The health service has a dedicated £100million Transformation Fund to transform health and social services, with a focus on innovation.


The College has some concerns about the long-term impact this will be able to have. Funding from the Transformation Fund is non-recurrent, meaning there is a risk good projects will be established before ending due to a lack of funding. It is essential that there is effective evaluation and a clear process to ensure good practice is scaled up. Too often local innovation remains local, when it could have wider benefits.


·         Welsh Government policies to promote economic growth, reduce poverty, gender inequality and mitigate welfare reform


The inverse care law, proposed by Julian Tudor Hart in 1971, remains as relevant as ever. It is the principle that the availability of good medical or social care tends to vary inversely with the need of the population served. While first proposed almost 50 years ago, its continuing relevance suggests Wales has not been effective in addressing its causes. In general practice, recruitment difficulties are often particularly pronounced in areas with the highest deprivation, linked to higher morbidity and health need.


·         The Welsh Government’s planning and preparedness for Brexit


General practice faces significant risks from Brexit. Issues including recruitment, retention, research, the mutual recognition of qualifications, reciprocal healthcare arrangements with Europe, access to medication and changes to regulation are all concerns.


We recognise many of these issues are outside of the control of the Welsh Government. We do believe the Welsh Government should consider extra measures to boost the Welsh general practice workforce in recognition that mitigating the risks of Brexit cannot be taken for granted.


The economic consequences of Brexit remain uncertain. There is a need to ensure the NHS and general practice is well resourced after we leave the European Union. The consequences for households are also uncertain; issues of employment and income have a significant impact on health, and any negative consequences would be felt strongly in general practice.


·         How the Welsh Government should use taxation and borrowing powers, particularly in relation to the Welsh Rate of Income Tax


The College does not have a strong position on how to use new powers. We believe the main priority should be making the correct decisions over existing budgetary arrangements, which is not happening at the moment.

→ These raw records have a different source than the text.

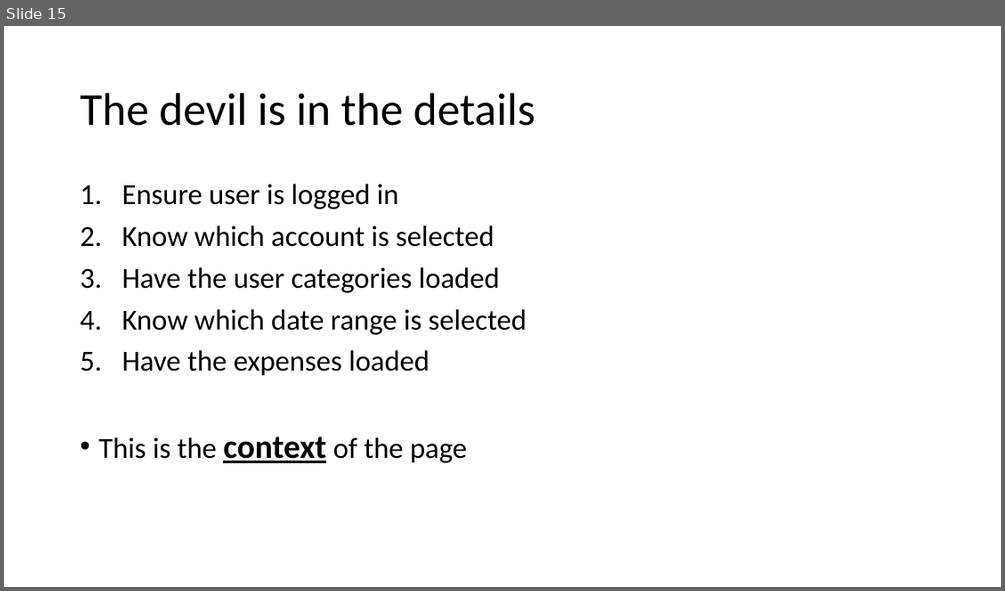
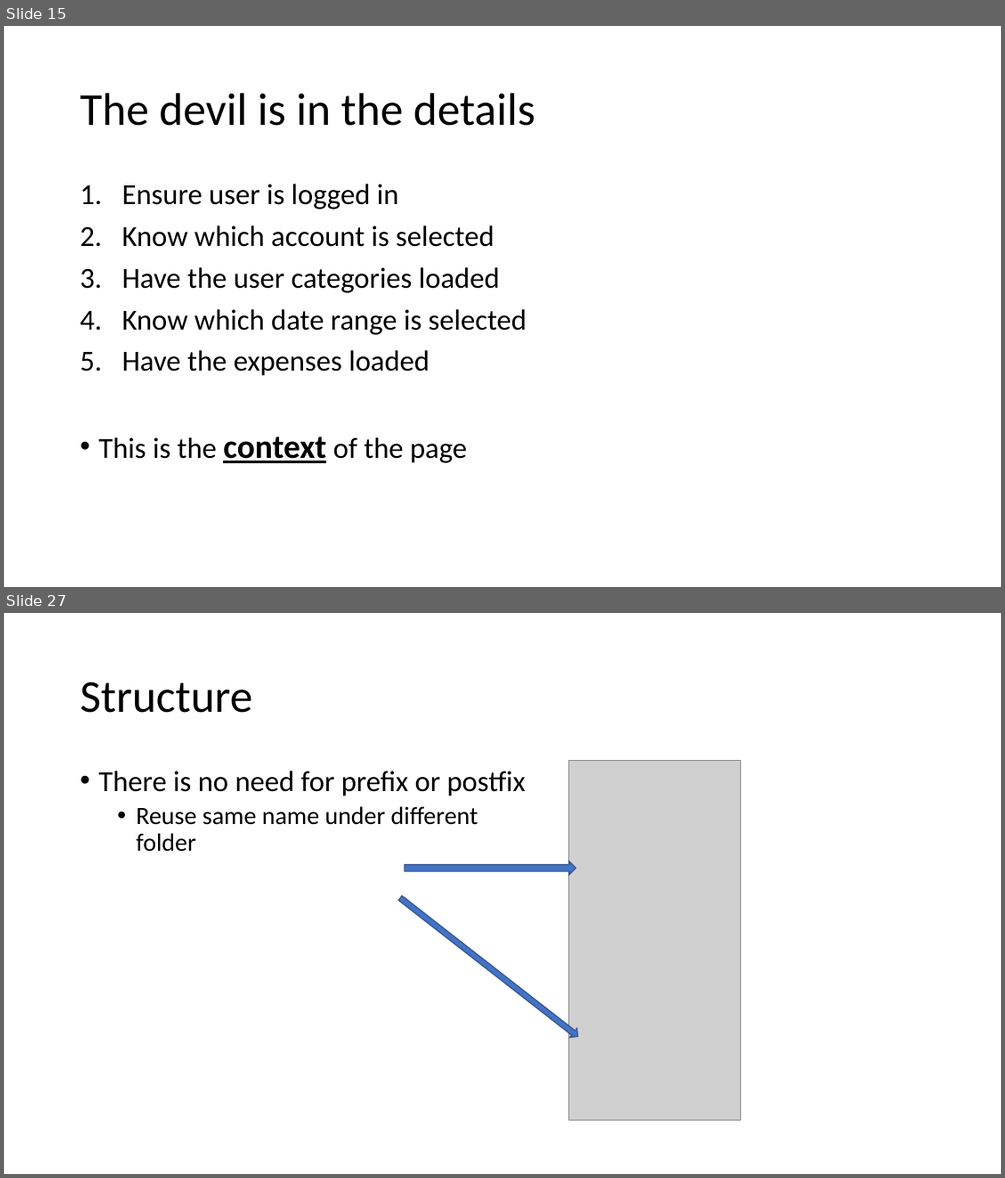
Before and after one commit to Kimserey/BlogArchive, a slide deck: angular/Frontend.pptx. Shown one above the other, each under a label of ours: slide 15 before the commit, slides 15 and 27 after it; the slides between them are not shown. The pictures are 1005x591 and 1005x1178 pixels, drawn with LibreOffice and Linux fonts; fonts in the diff are those of the drawing; grey boxes stand for pictures. Boxes give left, top, right and bottom in pixels: in the first picture for what was removed or moved away, otherwise in the second. Text is boxed around its words. In the diff, an @@ line names an element or a change of style, - is before the commit and + after.

```diff
--- a/angular/Frontend.pptx
+++ b/angular/Frontend.pptx
@@ slide 27 added at [4, 613, 1001, 1174], background #FFFFFF @@
@@ title added at [80, 682, 252, 713], 44 pt, text #000000 @@
+Structure
@@ text added at [98, 771, 526, 852], 24 pt, text #000000 @@
+• There is no need for prefix or postfix
+  • Reuse same name under different folder
@@ picture added at [569, 761, 741, 1120] @@
@@ right arrow added at [404, 861, 576, 875], fill #4472C4, outline #325491 1 pt @@
@@ right arrow added at [396, 893, 582, 1040], fill #4472C4, outline #325491 1 pt @@
```
Also in this commit, not shown: 1 slide changed, 13 other slides added.

·         How evidence is driving Welsh Government priority setting and budget allocations


The case for medical generalism is well established. RCGP Wales recently re-articulated it in our document ‘Essential Principles: GP Leadership at the heart of new models of care’.


The Welsh Government’s stated priorities for the NHS would suggest it accepts the evidence for a strengthened primary care sector. The way money is spent in the health sector would suggest this evidence is not driving budget allocation.

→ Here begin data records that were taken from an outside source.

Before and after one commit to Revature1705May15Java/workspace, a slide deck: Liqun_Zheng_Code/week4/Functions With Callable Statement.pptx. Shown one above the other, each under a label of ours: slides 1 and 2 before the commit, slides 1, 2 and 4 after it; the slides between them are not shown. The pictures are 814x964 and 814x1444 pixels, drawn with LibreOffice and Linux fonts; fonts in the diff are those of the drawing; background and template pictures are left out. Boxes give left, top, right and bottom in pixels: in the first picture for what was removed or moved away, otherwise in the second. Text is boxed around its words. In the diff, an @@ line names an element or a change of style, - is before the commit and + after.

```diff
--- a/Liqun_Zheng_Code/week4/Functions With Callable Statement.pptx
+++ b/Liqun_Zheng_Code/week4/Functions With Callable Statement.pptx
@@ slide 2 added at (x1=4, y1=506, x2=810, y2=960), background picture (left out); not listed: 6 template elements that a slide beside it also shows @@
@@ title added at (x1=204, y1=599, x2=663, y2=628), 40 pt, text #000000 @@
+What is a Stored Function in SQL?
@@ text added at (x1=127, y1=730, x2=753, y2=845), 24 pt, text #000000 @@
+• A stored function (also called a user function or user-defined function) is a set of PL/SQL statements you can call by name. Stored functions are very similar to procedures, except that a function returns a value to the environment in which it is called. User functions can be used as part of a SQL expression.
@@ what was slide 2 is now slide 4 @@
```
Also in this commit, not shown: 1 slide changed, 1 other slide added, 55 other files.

·         The Welsh Government policies to strengthen the economy and promote innovation


We would draw attention to previous answers relating to the Transformation Fund and innovation, and economic policy and the inverse care law.

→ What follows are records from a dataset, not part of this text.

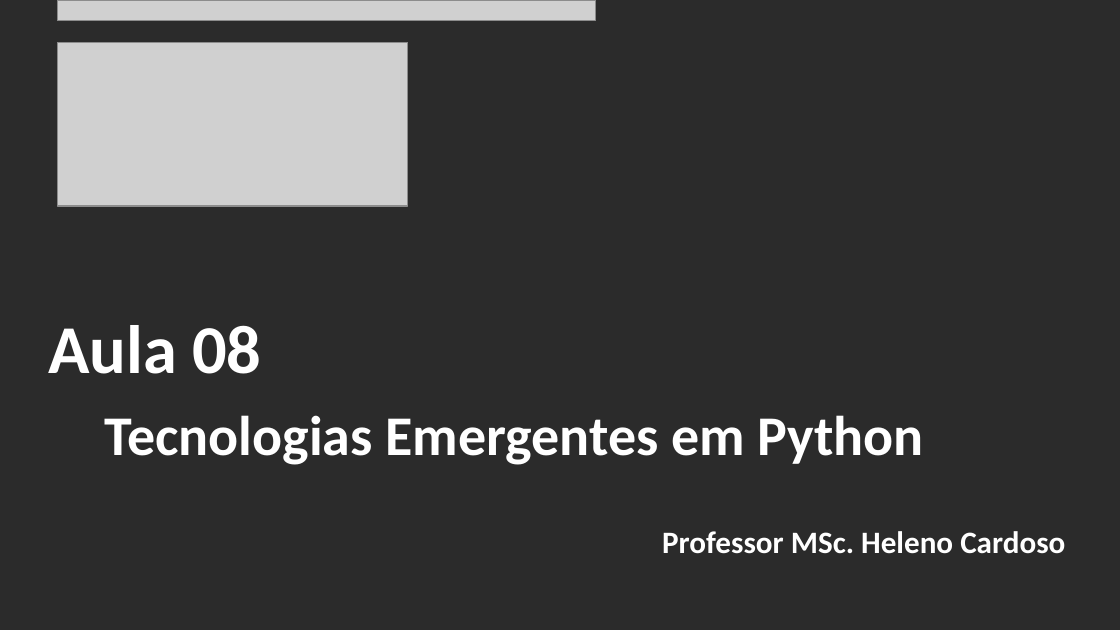
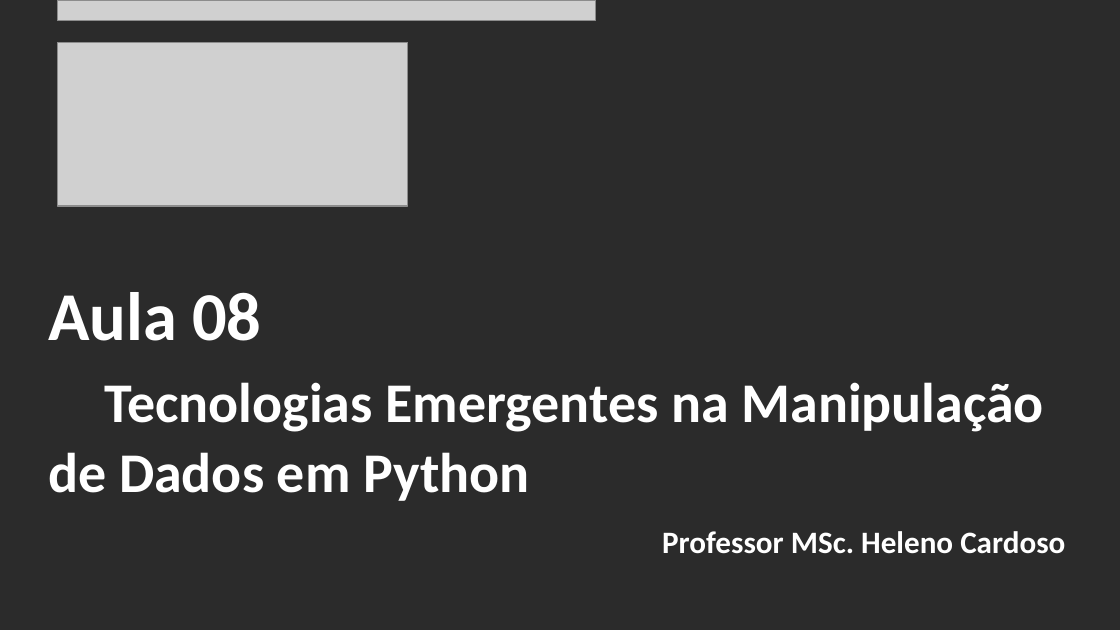
Before and after one commit to CloudEducationBrazil/WydenArea1AplicacaoCloudIndustria40Python, a slide deck: slide 2 of 01 Classes/Aula 08 - Aplicação Cloud Indústria 40 Python IoT - Tecnologias Emergentes.pptx. Drawn at 1120x630 pixels with LibreOffice and Linux fonts; fonts in the diff are those of the drawing; grey boxes stand for pictures; background and template pictures are left out; a plain dark background stands for a picture behind light text. Boxes give left, top, right and bottom in pixels: in the first picture for what was removed or moved away, otherwise in the second. Text is boxed around its words. In the diff, an @@ line names an element or a change of style, - is before the commit and + after.

Commit message:
Aula 08 Cloud IoT Python Indústria 4.0 08maio2023

```diff
--- a/01 Classes/Aula 08 - Aplicação Cloud Indústria 40 Python IoT - Tecnologias Emergentes.pptx
+++ b/01 Classes/Aula 08 - Aplicação Cloud Indústria 40 Python IoT - Tecnologias Emergentes.pptx
@@ title at <box>48,292,1043,501</box>: text changed @@
-Aula 08
-Tecnologias Emergentes em Python
+Aula 08
+Tecnologias Emergentes na Manipulação de Dados em Python
```
Also in this commit, not shown: 3 other slides changed, 22 slides added, 2 slides removed, 5 other files.

·         How the Future Generations Act is influencing policy making


As indicated in a previous answer, the Future Generations Act calls for a greater emphasis on preventative spend, but this is not being reflected in budget allocation in the health sector.


The Future Generations Act encourages long-term thinking about policy decisions. In a health context, spend continues to be overly focused on short-term solutions. Wales’ model of healthcare continues to focus on secondary care, with too many patients only being treated once their illness has reached an advanced stage. More emphasis on primary care – with general practice at its heart – would ensure more patients’ have illnesses treated before they escalate. With an ageing population and an increase in multi-morbidities, Wales’ long-term health demand can only be met with more support in primary care and particularly in general practice.


The aims of the Future Generations Act can only be achieved with more support for general practice. The lack of financial support for primary care and general practice would suggest the Future Generations Act is not having as much influence as it should.